Por Marta Dillon*
Era noche de fiesta y fue de sangre. La masacre de Orlando es la suma de todos los odios contra los que oponemos nuestros cuerpos disidentes, sudacas, travas, maricas, tortas, cada vez que salimos a la calle tiznados de brillo y abrigados de besos. Nuestros besos disidentes, aquí y allá, dan espanto.

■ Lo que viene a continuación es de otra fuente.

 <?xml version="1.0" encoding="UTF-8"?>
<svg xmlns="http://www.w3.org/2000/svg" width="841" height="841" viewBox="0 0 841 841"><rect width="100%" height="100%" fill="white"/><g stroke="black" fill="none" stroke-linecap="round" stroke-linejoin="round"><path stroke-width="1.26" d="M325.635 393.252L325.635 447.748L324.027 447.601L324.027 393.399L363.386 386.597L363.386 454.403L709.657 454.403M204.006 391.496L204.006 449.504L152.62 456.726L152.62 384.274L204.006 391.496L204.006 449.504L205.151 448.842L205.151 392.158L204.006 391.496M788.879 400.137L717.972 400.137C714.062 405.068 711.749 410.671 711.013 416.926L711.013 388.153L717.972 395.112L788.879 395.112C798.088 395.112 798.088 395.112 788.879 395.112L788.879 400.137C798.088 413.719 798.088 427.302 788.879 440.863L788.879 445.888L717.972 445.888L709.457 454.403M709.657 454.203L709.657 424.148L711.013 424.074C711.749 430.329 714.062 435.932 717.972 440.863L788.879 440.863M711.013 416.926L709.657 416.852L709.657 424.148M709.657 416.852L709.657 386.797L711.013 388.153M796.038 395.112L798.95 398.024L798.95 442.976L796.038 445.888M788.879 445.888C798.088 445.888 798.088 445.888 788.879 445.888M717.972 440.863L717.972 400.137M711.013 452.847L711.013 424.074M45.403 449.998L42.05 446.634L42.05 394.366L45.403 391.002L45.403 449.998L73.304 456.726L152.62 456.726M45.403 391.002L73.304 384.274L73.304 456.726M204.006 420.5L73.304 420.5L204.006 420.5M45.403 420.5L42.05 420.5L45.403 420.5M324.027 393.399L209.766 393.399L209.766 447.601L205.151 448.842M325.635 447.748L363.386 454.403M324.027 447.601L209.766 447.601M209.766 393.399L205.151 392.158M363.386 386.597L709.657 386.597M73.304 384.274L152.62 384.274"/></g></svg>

Dolor y rabia. Todas las palabras que fluyen y las que no fluyen están atravesadas por el dolor y la rabia. Los nombres de las víctimas, sus rostros, sus barbas candado sobre la piel marrón, y los rostros que no vemos, los de los pocos nombres femeninos que quedaron ocultos detrás de la palabra “gay”, que siempre quedan ocultos detrás de esa palabra. ¿Habrá sido Kimberly una lesbiana? ¿Habrá sido Shane una trans? ¿Cuántas trans perdieron su nombre con su vida? ¿Amanda era Amanda o su nombre era en masculino hasta que una bala se llevó su pulso y dejó a la intemperie su cadáver y su documento? La masacre de Orlando es la suma de todos los odios contra los que oponemos nuestros cuerpos disidentes, sudacas, travas, maricas, tortas, cada vez que salimos a la calle tiznados de brillo y abrigados de besos. Era noche de salsa y de merengue, de bachata y reguetón, noche latina, una noche para que disfruten quienes saben que sus vidas valen menos aun en Orlando donde el español o el espanglish es lengua mayoritaria, esos cuerpos racializados saben que importan infinitamente menos que los blancos, mucho menos aun si no cumplen con la heterosexualidad obligatoria. Era noche de fiesta y fue de sangre. Y un hilo de rabia y dolor se tensa a lo largo del continente y con los nombres que empiezan a aparecer de las víctimas de Orlando recitamos también los nuestros, los que sabemos porque comunitariamente rescatamos del olvido: Pepa Gaitán, Diana Sacayán, Noelia Ruiz –trava asesinada en Mendoza la misma noche en que masivamente dijimos ¡Ni una menos!. Y los que no sabemos pero nos debemos, los diez cadáveres apilados después de que un macho entrara a disparar en un boliche queer de Xapala, en México; otras dos travestis asesinadas en este país a los largo de mayo, cada adolescente que se suicida en silencio porque no tolera la máquina de violencia de la heterosexualidad obligatoria aun con matrimonio igualitario, aun con los gestos lavados mil veces del supuesto “gay friendly”.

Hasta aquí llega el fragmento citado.